There was a low murmur now, Henry’s voice, then Francis’s voice came back to me again.

“I don’t care,” he said hotly. “Jesus, but you’ve done it now. I’ve been in town two hours and already—I don’t care,” he said in reply to

another murmur from Henry. “Besides, it’s a bit late for that, isn’t it?” Silence. Then Henry began to talk, too indistinctly for me to hear. “You don’t like it? You?” said Francis. “What about me?”

His voice dropped suddenly and then resumed, too quietly for me to hear.

I walked quietly back to the kitchen and put on water for tea. I was still thinking about what I’d heard when, several minutes later, there were footsteps and Francis emerged in the kitchen, edging his way around the ironing board to gather his gloves and scarf.

“Sorry to run,” he said. “I’ve got to unpack the car and start cleaning my apartment. That cousin of mine tore it all to pieces. I don’t believe he took out the garbage once the whole time he was there. Let me see your head wound.”

I pulled back the hair on my forehead and showed him the place.

I’d had the stitches out long ago and it was nearly gone.

He leaned forward to peer at it though his pince-nez. “Goodness, I must be blind, I can’t see a thing.
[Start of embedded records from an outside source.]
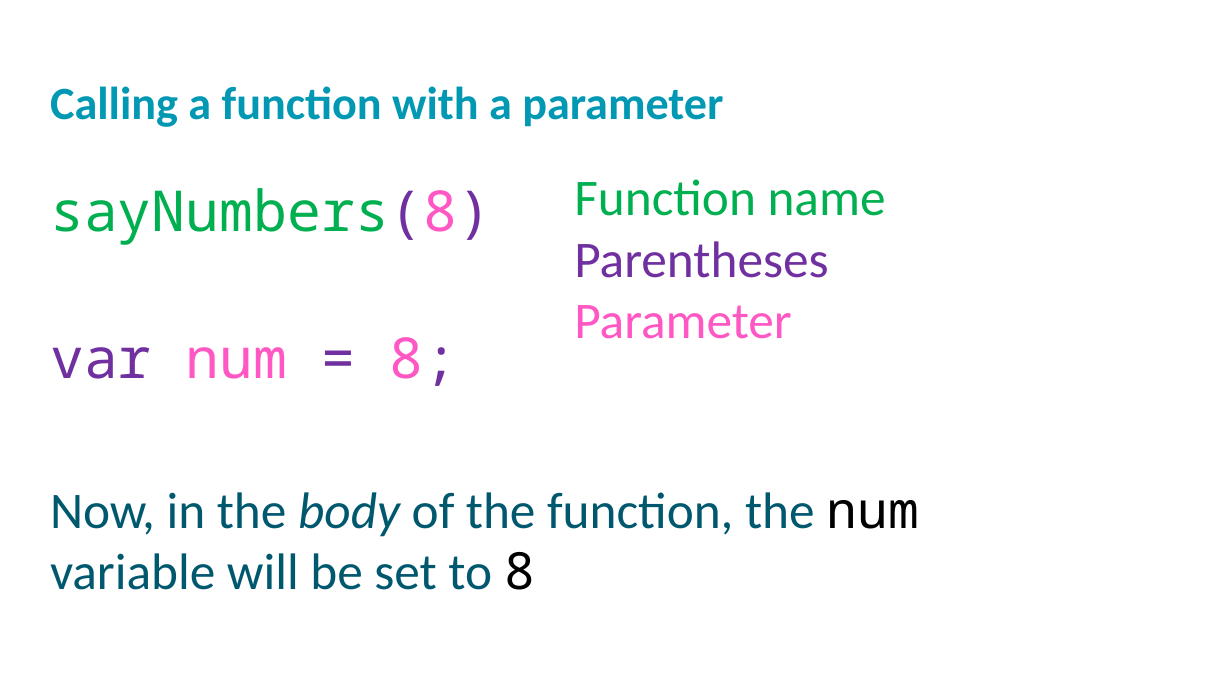
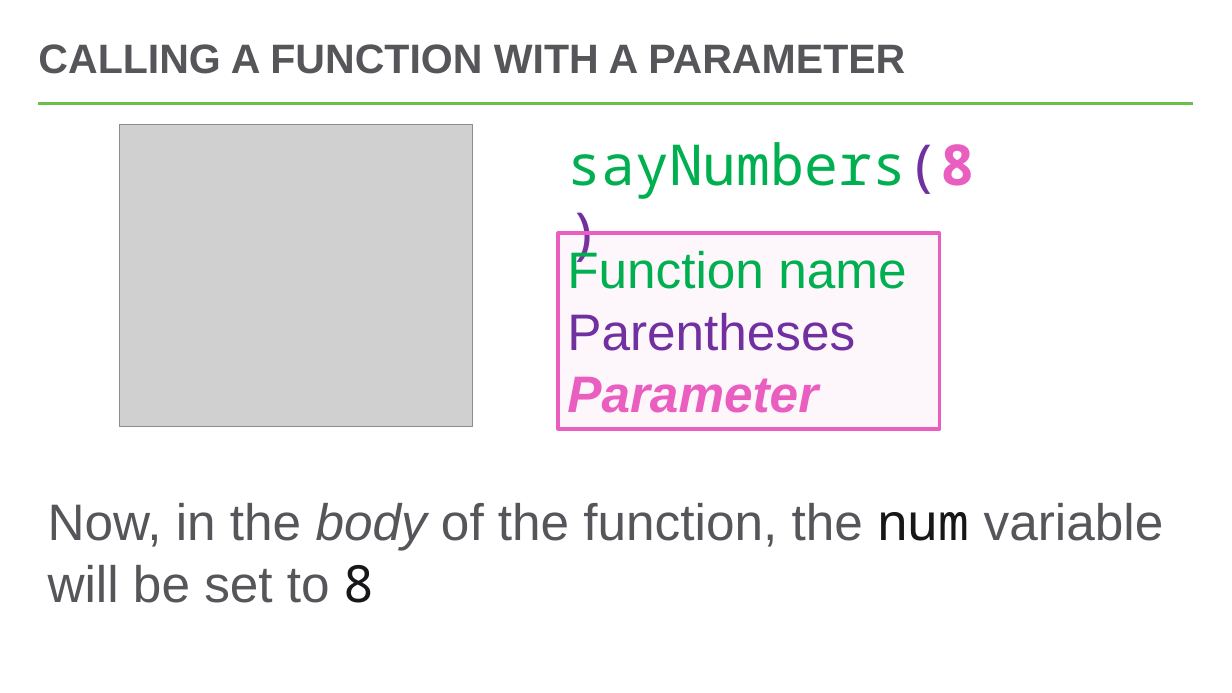
Before and after one commit to hytechclub/web-102, a slide deck: slide 8 of Week08/FunctionParameters.pptx (slide 11 before the commit). Drawn at 1232x693 pixels with LibreOffice and Linux fonts; fonts in the diff are those of the drawing; grey boxes stand for pictures; background and template pictures are left out. Boxes give left, top, right and bottom in pixels: in the first picture for what was removed or moved away, otherwise in the second. Text is boxed around its words. In the diff, an @@ line names an element or a change of style, - is before the commit and + after.

```diff
--- a/Week08/FunctionParameters.pptx
+++ b/Week08/FunctionParameters.pptx
@@ title "CALLING A FUNCTION WITH A ..." at (x1=38, y1=44, x2=905, y2=74): vertical alignment top to middle @@
@@ title at (x1=38, y1=44, x2=905, y2=74): text changed; size 36 to 32 pt; font Calibri to Arial; text colour #0098B2 to #56565A @@
-Calling a function with a parameter
+CALLING A FUNCTION WITH A PARAMETER
@@ line added from (39, 104) to (1194, 104), #54C8E8 2.25 pt @@
@@ picture added at (x1=119, y1=125, x2=472, y2=426) @@
@@ text added at (x1=567, y1=142, x2=974, y2=199), 44 pt, text #00B050 @@
+sayNumbers(8)
@@ text removed at (x1=50, y1=188, x2=491, y2=386) @@
-sayNumbers(8)
-var num = 8;
@@ rectangle "Function name" resized from (x1=574, y1=179, x2=886, y2=339) to (x1=558, y1=233, x2=939, y2=429) @@
@@ rectangle "Function name" at (x1=558, y1=233, x2=939, y2=429): font Calibri to Arial; text colour #FF57C3 to #E95EBE, bold on, italic on in "Parameter"; fill none to #E95EBE at 5% opacity; outline none to #E95EBE 2.75 pt @@
@@ text "Now, in the body of ..." moved from (x1=50, y1=492, x2=919, y2=590) to (x1=48, y1=503, x2=1164, y2=603) @@
@@ text "Now, in the body of ..." at (x1=48, y1=503, x2=1164, y2=603): font Calibri to Arial, text colour #00586E to #56565A; text colour #000000 to #171719 in "num 8" @@
```
Also in this commit, not shown: 7 other slides changed, 1 slide added, 4 slides removed, 2 other files.

When do classes start? Wednesday?”

“Thursday, I think.”

“See you then,” he said, and he was gone.

I put my shirt on a hanger and then went into the bedroom and started to pack my things. Monmouth House opened that afternoon; maybe Henry would drive me to school with my suitcases later on.
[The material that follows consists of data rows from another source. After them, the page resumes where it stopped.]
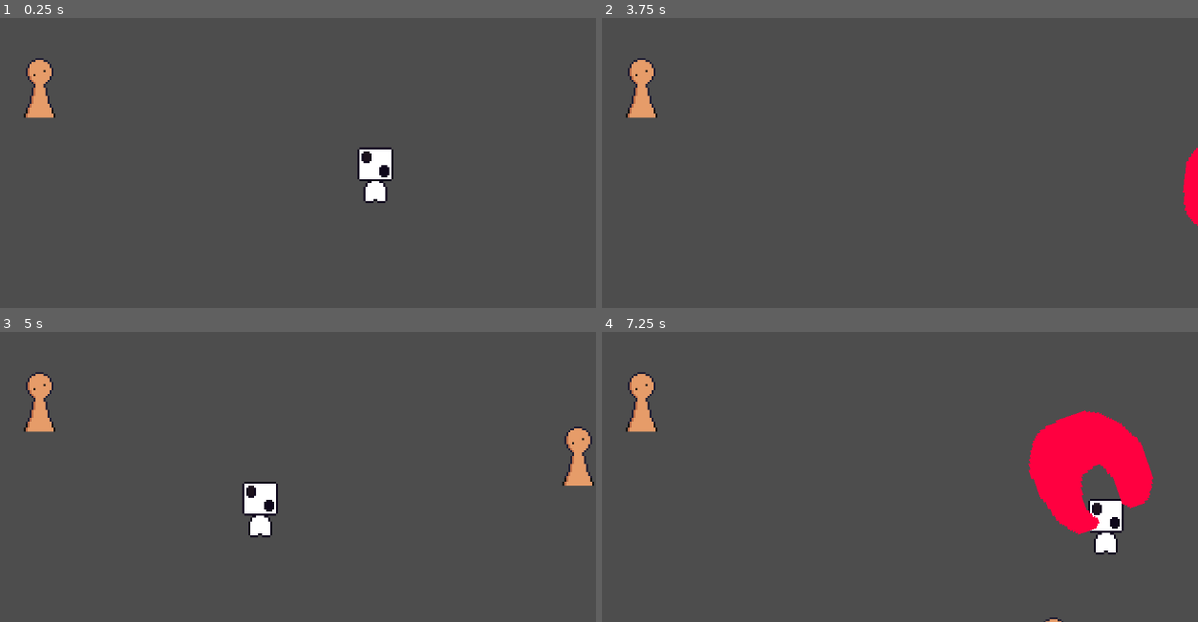
Above: before the commit, frames 1-4 (two rows, left to right).
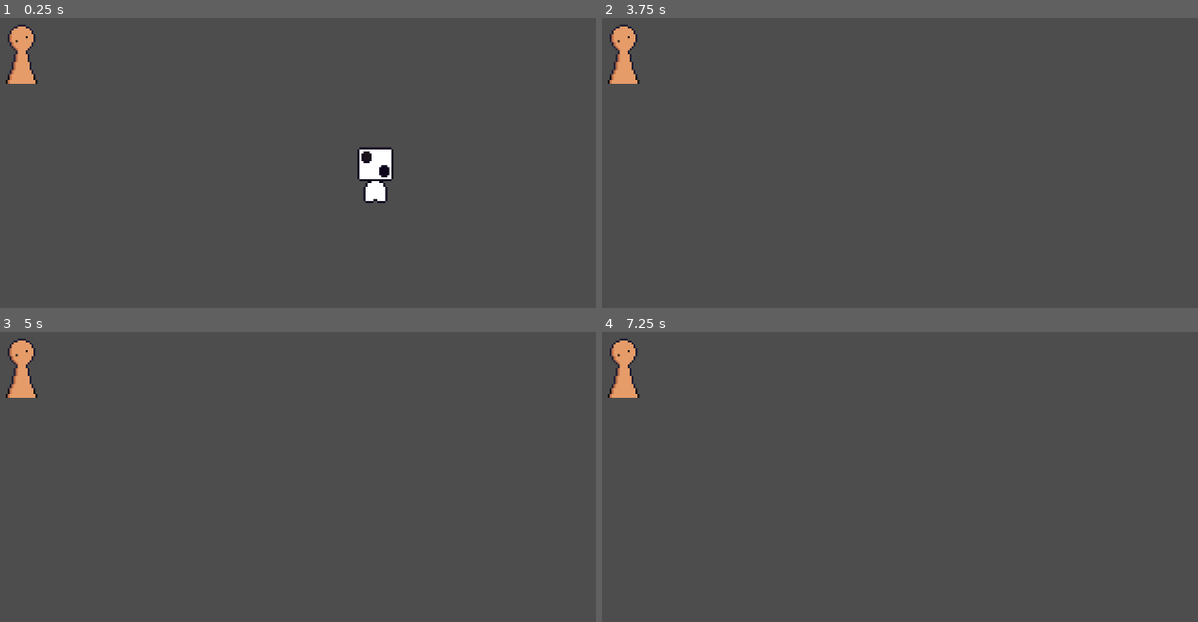
Above: after the commit, the same moments.

Repository: githithub636/crazy-random-gameshow
Game: Godot game, scene res://scenes/LVL Scenes/testing_zone.tscn
The game is run twice, just before and just after one commit, with the same random seed, the same clock (stepped at 60 frames per second) and the same inputs.
Inputs (mouse positions are in pixels of both pictures, inside the frame that each line leads up to):
- Up to frame 1 (0.25 s): no input
- Up to frame 2 (3.75 s): move the mouse to (983, 73) at 0.52 s; hold D (D-Right) 0.53-1.28 s; click (983, 73) at 0.6 s; move the mouse to (661, 116) at 1.27 s; hold S (S- Down) 1.28-2.03 s; click (661, 116) at 1.35 s; tap Enter at 2, 3.5 s; move the mouse to (outside the picture) at 2.02 s; hold D (D-Right) 2.03-2.78 s; click (outside the picture) at 2.1 s; tap Space at 2.75 s; move the mouse to (780, 180) at 2.77 s; hold W (W-Up) 2.78-3.53 s; click (780, 180) at 2.85 s; move the mouse to (1043, 157) at 3.52 s; hold A (A-Left) from 3.53 s (still down); click (1043, 157) at 3.6 s
- Up to frame 3 (5 s): keep holding A (A-Left); move the mouse to (outside the picture) at 4.27 s; click (outside the picture) at 4.35 s
- Up to frame 4 (7.25 s): move the mouse to (852, 407) at 5.02 s; release A (A-Left) at 5.03 s; hold S (S- Down) 5.03-5.78 s; click (852, 407) at 5.1 s; move the mouse to (outside the picture) at 5.77 s; hold D (D-Right) 5.78-6.53 s; click (outside the picture) at 5.85 s; tap Space at 6.5 s; move the mouse to (983, 387) at 6.52 s; hold W (W-Up) from 6.53 s (still down); click (983, 387) at 6.6 s

The runs differ from the first frame. In frame 1, 1.4% of the frame differs, in the area x 0-10%, y 2-35%; in frame 2, 1.9%; in frame 3, 3.1%; in frame 4, 7.7%, in the area x 0-93%, y 2-100%.

Commit message:
Changed Pawn Position

Diff:
--- a/scenes/LVL Scenes/testing_zone.tscn
+++ b/scenes/LVL Scenes/testing_zone.tscn
@@ -1,7 +1,7 @@
 [gd_scene format=3 uid="uid://dbtg570krayhk"]
 
 [ext_resource type="PackedScene" uid="uid://duil53kmjij4g" path="res://scenes/Chance.tscn" id="1_rgar6"]
-[ext_resource type="PackedScene" uid="uid://dmkr860t06b4e" path="res://scenes/slash.tscn" id="2_pwbe8"]
+[ext_resource type="PackedScene" uid="uid://dmkr860t06b4e" path="res://scenes/Slash.tscn" id="2_pwbe8"]
 [ext_resource type="PackedScene" uid="uid://b2ju0womb6wmn" path="res://scenes/pawn.tscn" id="3_0peef"]
 
 [node name="Testing Zone" type="Node2D" unique_id=2137807239 groups=["player"]]
@@ -22,13 +22,13 @@
 position = Vector2(11, -2)
 
 [node name="Pawn2" parent="." unique_id=233183199 instance=ExtResource("3_0peef")]
-position = Vector2(-88, -5)
+position = Vector2(-97, -22)
 
 [node name="Pawn" parent="." unique_id=1886271932 instance=ExtResource("3_0peef")]
-position = Vector2(234, -48)
+position = Vector2(238, -148)
 
 [node name="Pawn3" parent="." unique_id=80427638 instance=ExtResource("3_0peef")]
-position = Vector2(20, 190)
+position = Vector2(-244, 157)
 
 [node name="Pawn4" parent="." unique_id=1925792670 instance=ExtResource("3_0peef")]
-position = Vector2(269, 157)
+position = Vector2(242, 157)

I was just about finished when Henry called me from the back of the apartment. “Richard?”

“Yes?”

“Would you come here for a moment, please?”

I went back to his room. He was sitting on the side of the fold-out bed, his sleeves rolled up to the elbows and a game of solitaire spread out on the blanket at the foot. His hair had fallen to the wrong side and I could see the long scar at his hairline, all dented and puckered, with ridges of white flesh cutting across it to the browbone.
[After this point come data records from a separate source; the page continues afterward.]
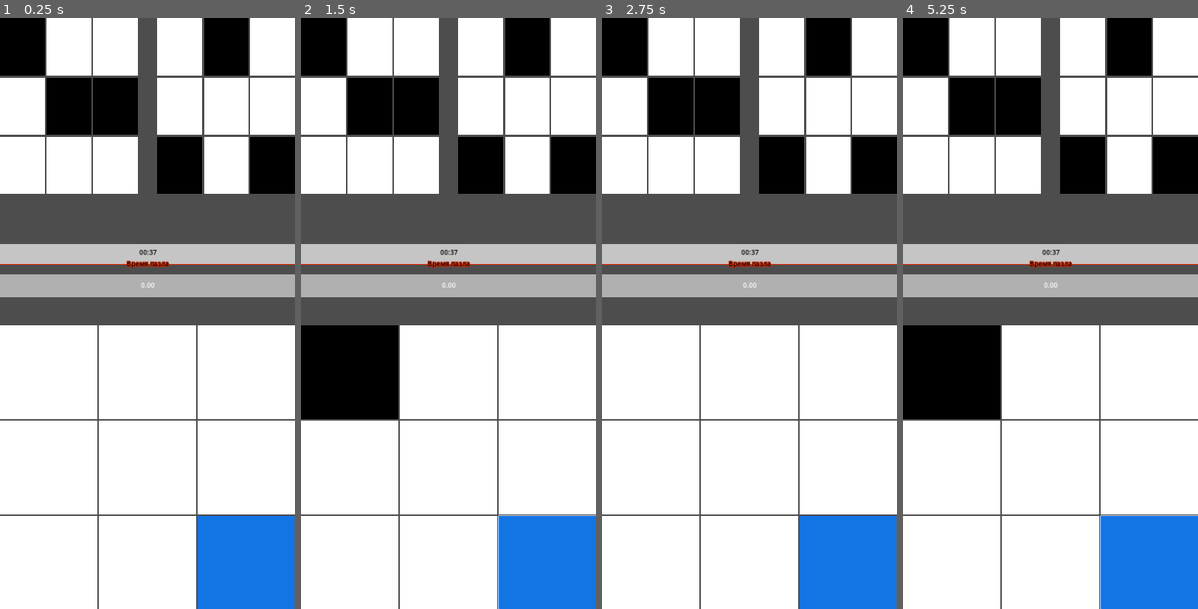
Above: before the commit, frames 1-4 (left to right).
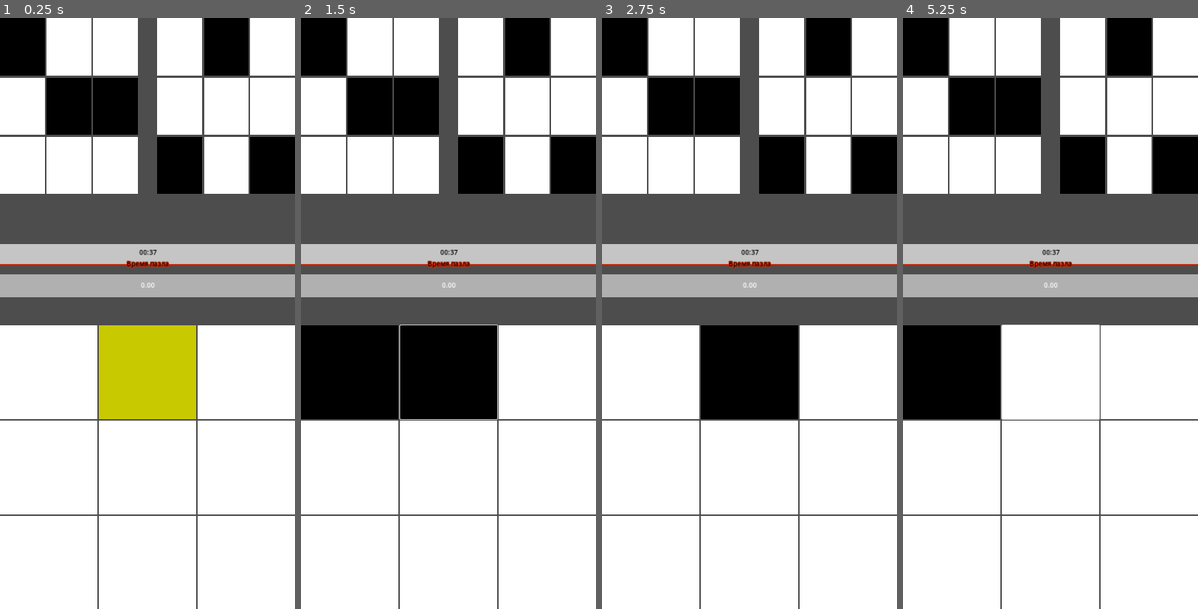
Above: after the commit, the same moments.

Repository: Less-ThanThree/square-chaos
Game: Godot game, scene res://Scenes/Game/GameWithPath.tscn
Two runs of this game, one before a commit and one after it. Both use one fixed random seed, a clock stepped at 60 frames per second and the inputs below. This scene is started directly instead of the project's main scene.
Inputs (mouse positions are in pixels of both pictures, inside the frame that each line leads up to; where the layout moved, square brackets give the same spot in the first picture):
- Up to frame 1 (0.25 s): no input
- Up to frame 2 (1.5 s): click (351, 372) at 0.52 s; click (448, 372) [548, 561] at 1.25 s
- Up to frame 3 (2.75 s): click (652, 372) at 2.02 s
- Up to frame 4 (5.25 s): click (1050, 372) [1150, 561] at 2.75 s; click (953, 372) at 3.52 s; click (1050, 372) [1150, 561] at 4.25 s; tap Enter at 5 s

The runs differ from the first frame. In frame 1, 10% of the frame differs, in the area x 33-100%, y 52-100%; in frame 2, 11%, in the area x 33-100%, y 51-100%; in frame 3, 10%; in frame 4, 5.4%.
Error in both runs: Attempt to call function 'get_device_name' in base 'null instance' on a null instance. (res://GlobalScripts/DeviceInfo.gd:7)

Commit message:
Add generation plate on fields

Diff:
--- a/Scenes/Level/LevelPlayer.gd
+++ b/Scenes/Level/LevelPlayer.gd
@@ -8,9 +8,9 @@
 var allLevelsGenerate = 0
 var currentStage
 
-func _ready():
-	GeneratorLevel.generatePlayerMatrix(PlayerStatus.currentSize)
-	generateLevel(PlayerStatus.getPlayerLevelField())
+#func _ready():
+#	GeneratorLevel.generatePlayerMatrix(PlayerStatus.currentSize)
+#	generateLevel(PlayerStatus.getPlayerLevelField())
 
 func _process(delta):
 	if PlayerStatus.getIsErrorPlate():
@@ -29,6 +29,31 @@
 func generateLevel(matrix) -> void:
 	var xCounter = -1
 	var yCounter = -1
+	var fieldPlayerPlate: Array
+
+	match PlayerStatus.currentSize:
+		2:
+			fieldPlayerPlate = GeneratorLevel.matrixTemplateX2.duplicate(true)
+		3:
+			fieldPlayerPlate = GeneratorLevel.matrixTemplateX3.duplicate(true)
+		4:
+			fieldPlayerPlate = GeneratorLevel.matrixTemplateX4.duplicate(true)
+
+	if !PlayerStatus.getPath():
+		fieldPlayerPlate = PlayerStatus.getCurrentLevelField(0).duplicate(true)
+	elif PlayerStatus.LevelsCount >= 2:
+		var matrix1 = PlayerStatus.getCurrentLevelField(0).duplicate(true)
+		var matrix2 = PlayerStatus.getCurrentLevelField(1).duplicate(true)
+
+		for x in matrix1.size():
+			for y in matrix1[x]:
+				if matrix1[x][y] == 1:
+					fieldPlayerPlate[x][y] = 1
+
+		for x in matrix2.size():
+			for y in matrix2[x]:
+				if matrix2[x][y] == 1:
+					fieldPlayerPlate[x][y] = 1
 
 	gridLevel.set_columns(matrix.size())
 	for x in matrix.size():
@@ -39,6 +64,9 @@
 
 			var plateNumber = getRandomPlate()
 			var plate_instance
+
+			if fieldPlayerPlate[x][y] == 0 && plateNumber != 0:
+				plateNumber = 0
 
 			match plateNumber:
 				0:
@@ -56,6 +84,11 @@
 func _on_node_2d_ready_level():
 	allLevelsGenerate += 1
 	if PlayerStatus.LevelsCount == allLevelsGenerate:
+		for node in gridLevel.get_children():
+			gridLevel.remove_child(node)
+			node.queue_free()
+		GeneratorLevel.generatePlayerMatrix(PlayerStatus.currentSize)
+		generateLevel(PlayerStatus.getPlayerLevelField())
 		allLevelsGenerate = 0
 		PlayerStatus.setCompareMatrix(false)
 		checkStage()
@@ -81,8 +114,8 @@
 
 	if currentStage["LevelSize"] != 0:
 		PlayerStatus.currentSize = currentStage["LevelSize"]
-	GeneratorLevel.generatePlayerMatrix(PlayerStatus.currentSize)
-	generateLevel(PlayerStatus.getPlayerLevelField())
+#	GeneratorLevel.generatePlayerMatrix(PlayerStatus.currentSize)
+#	generateLevel(PlayerStatus.getPlayerLevelField())
 
 # Проверка перехода стадии
 func checkStage():

He looked up at me. “Will you do a favor for me?” he said. “Sure.”

He took a deep breath through the nostrils and pushed his glasses up on the bridge of his nose. “Will you call Bunny and ask him if he’d like to come over for a few minutes?” he said.

I was so surprised that I didn’t say anything for half a second. Then I said: “Sure. Fine. I’ll be glad to.”

He closed his eyes and rubbed his temple with his fingertips. Then he blinked at me. “Thank you,” he said.

“No, really.”

“If you want to take some of your things back to school this afternoon, you’re more than welcome to borrow the car,” he said evenly.

I got his drift. “Sure,” I said, and it was only after I’d loaded my suitcases in the car and driven them to Monmouth and got Security to unlock my room that I called Bunny from the pay phone downstairs, a safe half hour later.